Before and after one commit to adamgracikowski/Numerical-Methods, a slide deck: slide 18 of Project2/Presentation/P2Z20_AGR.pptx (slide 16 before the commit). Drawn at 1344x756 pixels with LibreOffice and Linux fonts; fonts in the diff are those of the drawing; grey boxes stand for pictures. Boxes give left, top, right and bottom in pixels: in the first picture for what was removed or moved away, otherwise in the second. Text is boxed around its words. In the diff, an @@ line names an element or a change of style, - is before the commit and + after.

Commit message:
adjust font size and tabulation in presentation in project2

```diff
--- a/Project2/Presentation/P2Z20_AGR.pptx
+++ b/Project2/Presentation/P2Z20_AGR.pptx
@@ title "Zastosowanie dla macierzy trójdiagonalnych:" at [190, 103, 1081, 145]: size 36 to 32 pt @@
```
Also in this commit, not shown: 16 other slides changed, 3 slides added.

########################################

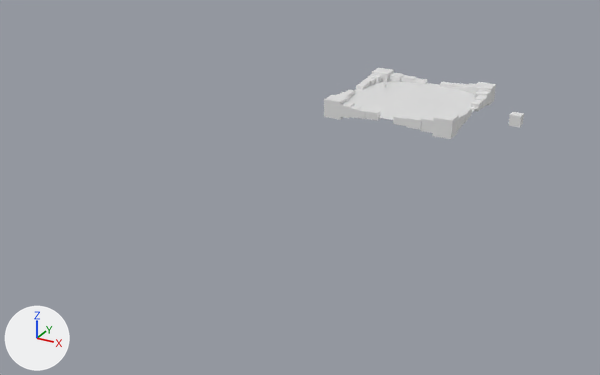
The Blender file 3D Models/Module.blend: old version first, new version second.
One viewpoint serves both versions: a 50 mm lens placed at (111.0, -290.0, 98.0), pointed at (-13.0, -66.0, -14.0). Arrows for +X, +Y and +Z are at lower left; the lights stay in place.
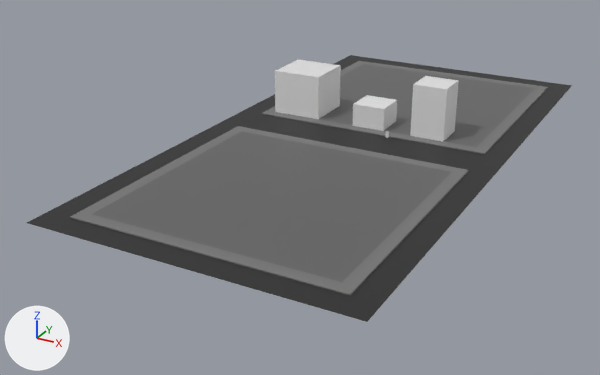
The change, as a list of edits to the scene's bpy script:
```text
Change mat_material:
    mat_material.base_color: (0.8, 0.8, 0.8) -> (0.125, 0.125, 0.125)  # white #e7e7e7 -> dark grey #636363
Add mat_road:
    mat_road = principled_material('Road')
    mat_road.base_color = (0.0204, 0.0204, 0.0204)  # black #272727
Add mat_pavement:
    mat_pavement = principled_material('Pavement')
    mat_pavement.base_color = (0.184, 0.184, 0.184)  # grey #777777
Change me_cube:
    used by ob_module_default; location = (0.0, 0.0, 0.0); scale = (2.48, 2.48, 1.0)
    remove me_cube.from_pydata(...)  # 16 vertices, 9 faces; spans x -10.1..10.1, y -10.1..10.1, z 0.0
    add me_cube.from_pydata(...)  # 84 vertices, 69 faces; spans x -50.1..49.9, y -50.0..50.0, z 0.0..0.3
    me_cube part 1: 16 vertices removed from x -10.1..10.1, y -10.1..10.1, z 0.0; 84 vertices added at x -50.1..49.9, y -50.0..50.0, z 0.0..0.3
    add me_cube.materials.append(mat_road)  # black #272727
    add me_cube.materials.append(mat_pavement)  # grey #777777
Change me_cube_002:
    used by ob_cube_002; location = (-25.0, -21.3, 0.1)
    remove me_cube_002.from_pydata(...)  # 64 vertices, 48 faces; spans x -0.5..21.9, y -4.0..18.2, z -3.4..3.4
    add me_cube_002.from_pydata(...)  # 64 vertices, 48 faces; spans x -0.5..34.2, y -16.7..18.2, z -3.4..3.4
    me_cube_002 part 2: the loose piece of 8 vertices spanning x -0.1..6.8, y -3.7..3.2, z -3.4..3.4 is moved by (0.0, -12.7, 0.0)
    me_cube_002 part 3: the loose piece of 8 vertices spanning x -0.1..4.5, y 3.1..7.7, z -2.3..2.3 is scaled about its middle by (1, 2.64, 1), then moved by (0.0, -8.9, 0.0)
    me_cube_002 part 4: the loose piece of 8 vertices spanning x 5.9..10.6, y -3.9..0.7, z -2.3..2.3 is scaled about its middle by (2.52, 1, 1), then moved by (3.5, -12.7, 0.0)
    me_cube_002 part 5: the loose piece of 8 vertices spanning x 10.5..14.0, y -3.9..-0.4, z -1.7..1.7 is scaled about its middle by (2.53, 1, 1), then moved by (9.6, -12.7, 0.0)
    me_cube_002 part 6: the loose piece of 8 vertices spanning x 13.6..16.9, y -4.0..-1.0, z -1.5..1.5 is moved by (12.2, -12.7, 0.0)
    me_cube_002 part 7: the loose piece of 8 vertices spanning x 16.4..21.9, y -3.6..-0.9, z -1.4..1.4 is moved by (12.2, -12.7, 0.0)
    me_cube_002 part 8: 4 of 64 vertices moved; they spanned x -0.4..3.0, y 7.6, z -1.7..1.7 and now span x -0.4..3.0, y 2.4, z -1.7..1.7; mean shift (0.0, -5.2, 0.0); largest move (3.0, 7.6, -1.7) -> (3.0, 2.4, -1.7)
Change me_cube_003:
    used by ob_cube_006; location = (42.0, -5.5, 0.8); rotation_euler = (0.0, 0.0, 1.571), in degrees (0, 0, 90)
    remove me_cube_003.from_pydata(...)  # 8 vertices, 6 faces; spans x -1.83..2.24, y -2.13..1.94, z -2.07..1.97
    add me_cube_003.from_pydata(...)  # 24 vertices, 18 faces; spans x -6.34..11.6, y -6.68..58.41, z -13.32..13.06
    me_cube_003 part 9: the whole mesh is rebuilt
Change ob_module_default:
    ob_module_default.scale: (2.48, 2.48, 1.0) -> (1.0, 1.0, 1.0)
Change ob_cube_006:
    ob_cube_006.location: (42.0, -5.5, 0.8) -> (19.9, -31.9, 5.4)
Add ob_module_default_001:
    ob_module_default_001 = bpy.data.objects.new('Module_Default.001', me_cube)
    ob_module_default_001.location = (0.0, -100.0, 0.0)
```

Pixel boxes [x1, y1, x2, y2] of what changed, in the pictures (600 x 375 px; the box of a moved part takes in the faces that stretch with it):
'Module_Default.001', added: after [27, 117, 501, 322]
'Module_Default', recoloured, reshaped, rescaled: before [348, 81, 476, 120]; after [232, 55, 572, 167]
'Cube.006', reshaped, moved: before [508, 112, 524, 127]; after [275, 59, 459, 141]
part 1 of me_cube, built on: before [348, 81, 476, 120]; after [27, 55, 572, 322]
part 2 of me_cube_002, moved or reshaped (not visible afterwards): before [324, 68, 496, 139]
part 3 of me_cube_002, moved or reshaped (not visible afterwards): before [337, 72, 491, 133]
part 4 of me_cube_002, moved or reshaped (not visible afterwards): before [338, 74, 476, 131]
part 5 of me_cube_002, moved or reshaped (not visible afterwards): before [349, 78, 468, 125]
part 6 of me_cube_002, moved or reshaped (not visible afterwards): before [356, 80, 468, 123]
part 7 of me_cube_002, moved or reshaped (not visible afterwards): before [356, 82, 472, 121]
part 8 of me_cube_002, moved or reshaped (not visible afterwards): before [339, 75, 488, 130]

########################################

## Problem requirements
Reproduce only the lines above, starting at the line with "59, 459, 141]" and ending at the line with "part 8 of me_cube_002, moved", exactly as written.

## Answer for the task
'Cube.006', reshaped, moved: before [508, 112, 524, 127]; after [275, 59, 459, 141]
part 1 of me_cube, built on: before [348, 81, 476, 120]; after [27, 55, 572, 322]
part 2 of me_cube_002, moved or reshaped (not visible afterwards): before [324, 68, 496, 139]
part 3 of me_cube_002, moved or reshaped (not visible afterwards): before [337, 72, 491, 133]
part 4 of me_cube_002, moved or reshaped (not visible afterwards): before [338, 74, 476, 131]
part 5 of me_cube_002, moved or reshaped (not visible afterwards): before [349, 78, 468, 125]
part 6 of me_cube_002, moved or reshaped (not visible afterwards): before [356, 80, 468, 123]
part 7 of me_cube_002, moved or reshaped (not visible afterwards): before [356, 82, 472, 121]
part 8 of me_cube_002, moved or reshaped (not visible afterwards): before [339, 75, 488, 130]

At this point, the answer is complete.